Contoh lain dari kehidupan yang memikul salib adalah ketika Tuhan membawa kehidupan kita bukan ke atas tetapi ke bawah. Misalnya, apabila semula Allah membawa kita memimpin jemaat yang terdiri dari 30 orang, lalu kemudian Tuhan membawa kita memimpin jemaat yang terdiri dari 100 orang. Maka kita pasti melihat itu sebagai pimpinan yang membawa sukacita. Tetapi bagaimana jika kebalikannya yang terjadi? Bagaimana jika Tuhan malah memimpin kita melayani jemaat yang lebih kecil dari sebelumnya? Bagaimana jika Tuhan mengirim kita ke desa dan bukan ke kota? Bagaimana jika Tuhan membuat perekonomian kita menjadi lebih sulit dan bukan menjadi bertambah kaya? Apakah kita bisa merasakan sukacita yang sama? Apakah kita masih mau ikut Tuhan Yesus?

Filipus adalah seorang penginjil yang sudah berhasil pelayanannya. Alkitab mencatat demikian: Kisah Para Rasul 8:6  Ketika orang banyak itu mendengar pemberitaan Filipus dan melihat tanda-tanda yang diadakannya, mereka semua dengan bulat hati menerima apa yang diberitakannya itu. Filipus diutus Tuhan untuk melayani di Samaria, Alkitab mencatat : Kisah Para Rasul 8:12  Tetapi sekarang mereka percaya kepada Filipus yang memberitakan Injil tentang Kerajaan Allah dan tentang nama Yesus Kristus, dan mereka memberi diri mereka dibaptis, baik laki-laki maupun perempuan. Dan Banyak orang yang bertobat melalui pelayanan Filipus tersebut.

Tetapi kemudian sesuatu terjadi pada Filipus, yang bagi banyak orang merupakan hal yang tidak menarik.
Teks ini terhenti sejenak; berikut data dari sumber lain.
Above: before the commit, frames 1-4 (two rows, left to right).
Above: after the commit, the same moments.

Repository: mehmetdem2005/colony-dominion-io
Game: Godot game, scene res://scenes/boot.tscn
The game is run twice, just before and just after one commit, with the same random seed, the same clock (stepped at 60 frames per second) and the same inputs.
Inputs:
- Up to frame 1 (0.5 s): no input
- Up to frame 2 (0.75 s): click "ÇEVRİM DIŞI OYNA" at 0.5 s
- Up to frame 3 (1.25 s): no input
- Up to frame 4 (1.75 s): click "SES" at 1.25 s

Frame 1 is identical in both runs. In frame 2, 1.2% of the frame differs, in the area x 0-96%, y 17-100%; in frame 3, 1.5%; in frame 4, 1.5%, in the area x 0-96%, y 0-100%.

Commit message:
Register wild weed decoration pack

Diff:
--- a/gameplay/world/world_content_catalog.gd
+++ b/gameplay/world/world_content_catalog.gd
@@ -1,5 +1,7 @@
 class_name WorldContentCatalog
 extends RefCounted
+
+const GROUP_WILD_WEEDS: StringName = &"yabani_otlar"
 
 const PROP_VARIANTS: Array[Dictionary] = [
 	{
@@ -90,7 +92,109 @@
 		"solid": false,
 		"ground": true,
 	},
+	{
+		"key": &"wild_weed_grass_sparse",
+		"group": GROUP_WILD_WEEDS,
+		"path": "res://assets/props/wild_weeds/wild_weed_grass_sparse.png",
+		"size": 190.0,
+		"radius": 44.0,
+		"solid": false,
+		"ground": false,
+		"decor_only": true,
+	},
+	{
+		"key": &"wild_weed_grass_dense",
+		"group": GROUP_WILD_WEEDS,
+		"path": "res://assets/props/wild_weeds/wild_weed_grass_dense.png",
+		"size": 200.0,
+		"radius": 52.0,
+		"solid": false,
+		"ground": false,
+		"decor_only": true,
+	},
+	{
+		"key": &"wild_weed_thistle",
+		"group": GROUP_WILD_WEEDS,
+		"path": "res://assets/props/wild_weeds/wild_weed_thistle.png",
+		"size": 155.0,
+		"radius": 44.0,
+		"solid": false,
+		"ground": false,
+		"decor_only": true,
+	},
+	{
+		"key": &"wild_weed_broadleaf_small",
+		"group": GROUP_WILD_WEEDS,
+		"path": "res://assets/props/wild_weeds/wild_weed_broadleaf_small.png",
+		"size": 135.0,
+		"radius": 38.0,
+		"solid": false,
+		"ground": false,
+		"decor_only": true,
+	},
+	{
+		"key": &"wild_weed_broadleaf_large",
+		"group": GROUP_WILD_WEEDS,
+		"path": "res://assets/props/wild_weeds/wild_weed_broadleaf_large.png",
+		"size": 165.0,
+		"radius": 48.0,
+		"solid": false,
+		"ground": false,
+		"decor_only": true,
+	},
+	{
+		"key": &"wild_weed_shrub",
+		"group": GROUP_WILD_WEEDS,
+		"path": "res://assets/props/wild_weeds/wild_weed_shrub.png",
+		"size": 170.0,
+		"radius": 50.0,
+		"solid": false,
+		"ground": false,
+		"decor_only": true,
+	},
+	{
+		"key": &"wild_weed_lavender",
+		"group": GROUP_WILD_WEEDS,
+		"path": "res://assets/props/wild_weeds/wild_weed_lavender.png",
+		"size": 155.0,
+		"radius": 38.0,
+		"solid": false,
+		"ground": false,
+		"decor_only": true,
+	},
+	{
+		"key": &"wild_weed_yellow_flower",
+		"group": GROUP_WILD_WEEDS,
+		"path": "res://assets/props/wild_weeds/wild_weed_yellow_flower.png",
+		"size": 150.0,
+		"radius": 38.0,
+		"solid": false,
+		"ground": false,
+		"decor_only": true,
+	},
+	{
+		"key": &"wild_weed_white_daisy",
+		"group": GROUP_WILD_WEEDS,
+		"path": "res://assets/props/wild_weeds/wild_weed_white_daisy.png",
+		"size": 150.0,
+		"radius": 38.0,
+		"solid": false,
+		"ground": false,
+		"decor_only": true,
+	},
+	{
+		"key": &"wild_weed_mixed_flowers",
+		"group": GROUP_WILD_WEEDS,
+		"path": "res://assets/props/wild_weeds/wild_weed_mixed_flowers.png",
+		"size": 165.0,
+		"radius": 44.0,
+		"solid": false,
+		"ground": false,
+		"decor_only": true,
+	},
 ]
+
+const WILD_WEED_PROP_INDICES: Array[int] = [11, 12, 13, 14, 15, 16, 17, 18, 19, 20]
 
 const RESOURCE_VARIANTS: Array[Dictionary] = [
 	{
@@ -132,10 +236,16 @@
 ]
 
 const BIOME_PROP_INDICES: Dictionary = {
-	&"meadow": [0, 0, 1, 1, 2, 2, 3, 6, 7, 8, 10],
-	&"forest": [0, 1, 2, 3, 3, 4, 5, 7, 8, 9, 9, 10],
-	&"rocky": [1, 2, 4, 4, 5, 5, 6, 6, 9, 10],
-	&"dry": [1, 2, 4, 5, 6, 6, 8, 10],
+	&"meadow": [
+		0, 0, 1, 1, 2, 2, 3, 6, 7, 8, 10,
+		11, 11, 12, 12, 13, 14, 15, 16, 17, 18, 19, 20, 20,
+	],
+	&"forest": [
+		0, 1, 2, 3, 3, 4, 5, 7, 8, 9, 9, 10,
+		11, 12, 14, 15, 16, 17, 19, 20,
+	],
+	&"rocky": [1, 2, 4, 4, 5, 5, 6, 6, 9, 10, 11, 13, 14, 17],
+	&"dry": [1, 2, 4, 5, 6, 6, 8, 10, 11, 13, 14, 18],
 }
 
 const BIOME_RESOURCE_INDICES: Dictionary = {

Alkitab mencatat: Kisah Para Rasul 8:26  Kemudian berkatalah seorang malaikat Tuhan kepada Filipus, katanya: "Bangunlah dan berangkatlah ke sebelah selatan, menurut jalan yang turun dari Yerusalem ke Gaza." Jalan itu jalan yang sunyi. Setelah pelayanannya berhasil membawa orang banyak pada pertobatan, Tuhan malah mengirim dia ke tempat yang sunyi. Menurut ukuran dunia, ini adalah jalan hidup orang gagal, orang yang jalan hidupnya seperti sangat goblok. Filipus bisa saja berkata dalam hatinya: "Aku ini jelas-jelas berpotensi untuk melayani orang banyak, apa-apaan aku harus melayani satu orang saja, Ini buang-buang energi percuma. Ini pekerjaan yang sia-sia, tidak efektif, tidak efisien"

Tapi Filipus taat dan ia pergi ke jalan yang sunyi itu untuk melayani seorang sida-sida dari Etiopia, karena dia tahu, bahwa inilah keinginan Tuhan. Tuhan Yesus juga taat pada pimpinan Roh Kudus, sekalipun dipimpin ke padang gurun, karena Dia tahu, inilah keinginan Bapa-Nya.

Semoga ketaatan seperti yang ditunjukkan oleh Tuhan Yesus dan Filipus ini dapat menjadi contoh bagi kita. Di dalam ketidakmampuan kita untuk taat kepada Bapa, biarlah dengan rendah hati kita memohon Roh Kudus untuk menolong kita semua. Kiranya Tuhan Yesus semakin dipermuliakan di dalam dan melalui hidup kita. Amin.